Obervaz - Vista sul Lenzerhorn

Obervaz - Vista sul Lenzerhorn

Quando ero giovane, amavo l'estate e le sue giornate calde. Erano in Obervazdove sono cresciuto, poiché questa comunità si trova a 1300 metri sul livello del mare. Quando faceva molto caldo, il nostro Nani interrompeva l'erogazione dell'acqua al pozzo vicino alla nostra casa, in modo che l'acqua del pozzo potesse riscaldarsi. Perché anche nei giorni più caldi dell'anno, l'acqua limpida della sorgente di montagna # che usciva dal rubinetto era ghiacciata.

Bambini che giocano alla fontana

Bambini che giocano alla fontana

Naturalmente, noi bambini non avevamo la pazienza di aspettare che l'acqua raggiungesse la temperatura giusta, ma continuavamo a infilare braccia e piedi nell'abbeveratoio o a spingerci l'un l'altro dalla tavola che si trovava sopra il pozzo.

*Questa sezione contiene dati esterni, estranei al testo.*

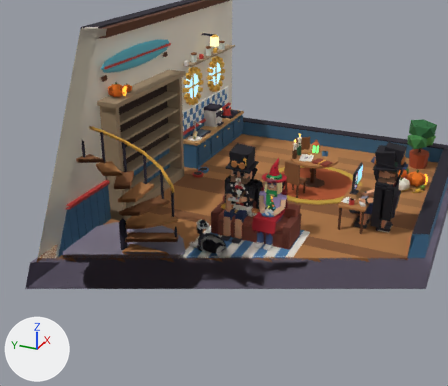
An edit to the glTF model public/models/lighthouse.glb, drawn before and after from the same camera.
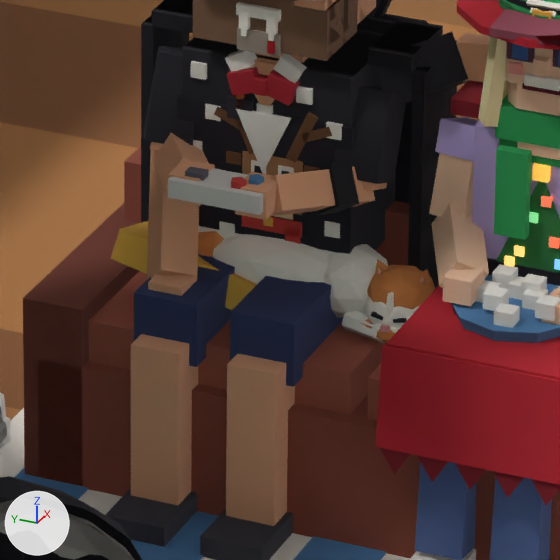
Each version is shown from a camera (50 mm lens) standing at (-15.61, -5.35, 7.9) and looking at (-2.03, 0.76, 1.12), then close up on the part from 46% to 61% of the width and 46% to 63% of the height. The lights are fixed; the arrows at lower left show +X, +Y and +Z. The last two pictures show the newer version. Everything nearer to the camera than a plane just in front of the edit is cut away. Where no turn or scale is listed for an object, it has been applied to the vertices. Vertices at exactly the same position are counted once.

In view in the first close-up: 'beike_body', 'companion_tv_body', 'companion_tv_body_dress', 'game_head', 'game_pad', 'george_body', 'george_head', 'george_paw', 'lounge', 'room', 'vincent_film_body', 'vincent_gaming_body', 'vincent_gaming_body_cape', 'vincent_gaming_body_waistcoat', 'vincent_sofa_legs' and 20 more.
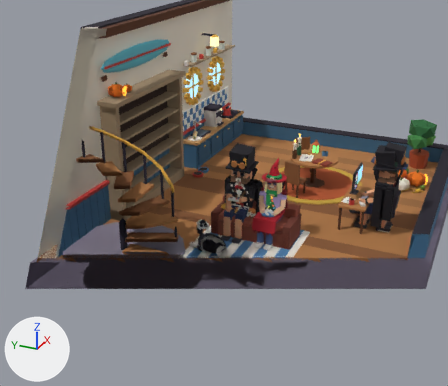
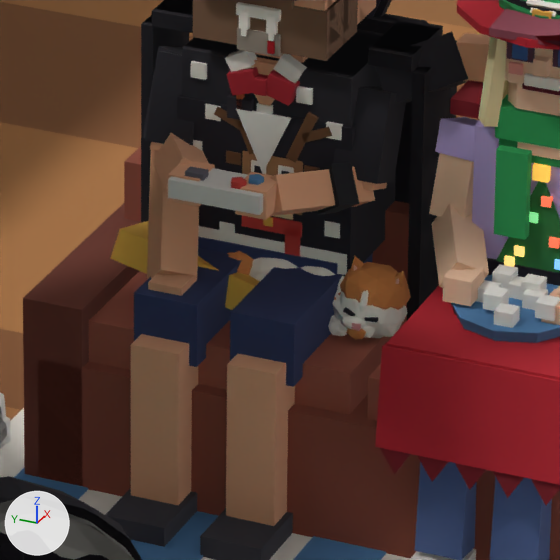
Changed parts and their boxes [x1, y1, x2, y2] in the close-ups (560 x 560 px; the box of a moved part takes in the faces that stretch with it):
'george_body', reshaped
    before: [198, 231, 388, 317]
    after: [227, 251, 347, 336]
'george_head', moved, turned
    before: [363, 265, 435, 342]
    after: [334, 262, 411, 340]
'george_paw', reshaped, moved
    before: [342, 311, 387, 344]
    after: [332, 292, 366, 329]
'george_ear_l', moved, turned
    before: [418, 269, 433, 286]
    after: [394, 271, 408, 287]
'george_ear_r', moved, turned
    before: [374, 259, 388, 276]
    after: [350, 256, 364, 271]
part 1 of me_george_body, added
    after: [301, 266, 345, 292]
part 2 of me_george_body, added
    after: [249, 257, 298, 281]
part 3 of me_george_body, added
    after: [329, 323, 347, 336]
part 4 of me_george_body, added (mostly hidden)
    after: [227, 253, 254, 261]
part 5 of me_george_body, added
    after: [228, 251, 253, 275]
part 6 of me_george_body, deleted
    before: [324, 244, 388, 317]
part 7 of me_george_body, deleted (orange)
    before: [198, 231, 224, 257]
part 8 of me_george_body, moved or reshaped (mostly hidden afterwards)
    before: [212, 234, 330, 284]
    after: [328, 315, 341, 327]
part 9 of me_george_paw, moved or reshaped (not visible before)
    after: [340, 315, 366, 329]
part 10 of me_george_paw, moved or reshaped (mostly hidden afterwards)
    before: [361, 318, 373, 329]
    after: [334, 292, 341, 300]
part 11 of me_george_paw, moved or reshaped (mostly hidden afterwards)
    before: [342, 311, 387, 344]
    after: [332, 292, 346, 320]

Diff of the bpy script that builds the scene:
```diff
--- a/public/models/lighthouse.glb.py
+++ b/public/models/lighthouse.glb.py
@@ me_george_body @@
 # used by ob_george_body; location = (-1.95, 0.28, 0.6)
-me_george_body.from_pydata(...)  # 216 vertices, 400 faces; spans x -0.269..0.18, y -0.332..0.341, z -0.15..0.252
+me_george_body.from_pydata(...)  # 300 vertices, 540 faces; spans x -0.235..0.13, y -0.262..0.247, z -0.059..0.191
+# me_george_body part 1: a new loose piece, an icosphere of 80 faces spanning x -0.121..0.106, y -0.235..-0.009, z -0.009..0.181, in mat_c_f5efe4 (white #f5efe4)
+# me_george_body part 2: a new loose piece, an icosphere of 80 faces spanning x -0.124..0.124, y -0.123..0.151, z -0.012..0.184, in mat_c_f5efe4 (white #f5efe4)
+# me_george_body part 3: a new loose piece, an icosphere of 20 faces spanning x -0.173..-0.122, y -0.262..-0.199, z 0.001..0.042, in mat_c_f5efe4 (white #f5efe4)
+# me_george_body part 4: a new loose piece, an icosphere of 80 faces spanning x -0.099..0.128, y 0.041..0.247, z -0.001..0.189, in mat_c_d9884a (orange #d9884a)
+# me_george_body part 5: a new loose piece, an icosphere of 20 faces spanning x -0.111..0.011, y 0.071..0.217, z 0.043..0.173, in mat_c_d9884a (orange #d9884a)
+# me_george_body part 6: the loose piece of 42 vertices spanning x -0.142..0.127, y -0.332..-0.1, z 0.006..0.239 is deleted
+# me_george_body part 7: the loose piece of 42 vertices spanning x -0.104..0.148, y 0.149..0.341, z 0.024..0.235 is deleted
+# me_george_body part 8: 66 vertices removed from x -0.241..0.158, y -0.286..0.286, z -0.102..0.246; 36 vertices added at x -0.195..-0.038, y -0.232..0.2, z -0.036..0.107
+# other edits to the shape of me_george_body do not show in these pictures
 me_george_body.materials.append(mat_c_f5efe4)
@@ me_george_paw @@
 # used by ob_george_paw; location = (-2.058, 0.035, 0.643)
-me_george_paw.from_pydata(...)  # 78 vertices, 140 faces; spans x -0.12..0.032, y -0.358..0.009, z -0.044..0.033
+me_george_paw.from_pydata(...)  # 78 vertices, 140 faces; spans x -0.128..0.024, y -0.149..0.02, z -0.055..0.031
+# me_george_paw part 9: the loose piece of 42 vertices spanning x -0.12..-0.038, y -0.358..-0.262, z -0.044..0.008 is scaled about its middle by 0.846, then moved by (-0.014, 0.202, -0.014)
+# me_george_paw part 10: the loose piece of 12 vertices spanning x -0.05..0.007, y -0.128..-0.045, z -0.033..0.033 is scaled about its middle by (0.913, 0.848, 0.913), then moved by (-0.007, 0.05, -0.007)
+# me_george_paw part 11: 12 of 78 vertices moved; they spanned x -0.099..0.032, y -0.295..0.009, z -0.042..0.033 and now span x -0.099..0.024, y -0.102..0.02, z -0.053..0.031; mean shift (-0.004, 0.101, -0.007); largest move (-0.092, -0.284, 0.006) -> (-0.099, -0.071, -0.021)
+# other edits to the shape of me_george_paw do not show in these pictures
 me_george_paw.materials.append(mat_c_f5efe4)
@@ ob_george_head @@
 ob_george_head.parent = ob_george
-ob_george_head.location = (0.46, -0.04, 0.14)
+ob_george_head.location = (0.33, -0.03, 0.13)
+ob_george_head.rotation_euler = (0.0, 0.12, 0.0)  # degrees (0, 6.9, 0)
@@ ob_george_paw @@
 ob_george_paw = bpy.data.objects.new('george_paw', me_george_paw)
-ob_george_paw.location = (-2.058, 0.035, 0.643)
+ob_george_paw.location = (-2.008, 0.107, 0.694)
```

Di conseguenza, di solito eravamo bagnati fradici e completamente raffreddati in pochissimo tempo. Il Nani poteva quindi tranquillamente riaprire l'acqua e noi potevamo goderci appieno le giornate calde del #.

Oggi non ci sono quasi più fontane che portano acqua in continuazione. È un peccato, almeno per me, perché lo scroscio della fontana faceva parte del sottofondo musicale costante della mia infanzia a Obervaz e quindi risveglia in me forti sensazioni di casa.

Oggi vivo in un piccolo chalet in un villaggio dei Grigioni a 560 metri sul livello del mare. Qui d'estate fa un caldo torrido e non c'è una fontana con acqua fresca nel raggio di chilometri. Ho dovuto quindi inventarmi qualcosa per mantenere la casa a una temperatura più o meno sopportabile durante il giorno: Non appena la sera è più fresco fuori che dentro, apro tutte le finestre per creare una vera e propria corrente d'aria. In questo modo non solo l'aria della casa viene completamente ricambiata durante la notte, ma anche le pareti, i pavimenti e i mobili si raffreddano.

Al mattino, tra le sei e le sette, chiudo tutte le finestre e le imposte e inclino le lamelle delle persiane in modo che la luce possa entrare ma i raggi del sole rimangano fuori.

Solo in camera da letto fa abbastanza caldo durante la notte, perché qui le correnti d'aria non hanno posto. Mi fa venire il mal di gola: chi l'ha mai avuto sa quanto sia sgradevole.

Letto in seta

Letto in seta

Fortunatamente, dormo in un letto di seta. In estate, il Piumino in seta sotto di me e uso solo un lenzuolo di seta come coperta. Naturalmente c'è anche il Cuscino in pura seta.

Se fa ancora troppo caldo, prendo una flanella bagnata e la uso per raffreddare la parte inferiore delle gambe e dei piedi, più volte. Se non è ancora sufficiente, bagno il lenzuolo di seta intorno alle gambe e ai piedi. In questo modo li raffreddo in modo davvero efficace.

Avete qualche asso nella manica come questo? Quali sono i vostri metodi e strumenti per sopravvivere a queste giornate calde?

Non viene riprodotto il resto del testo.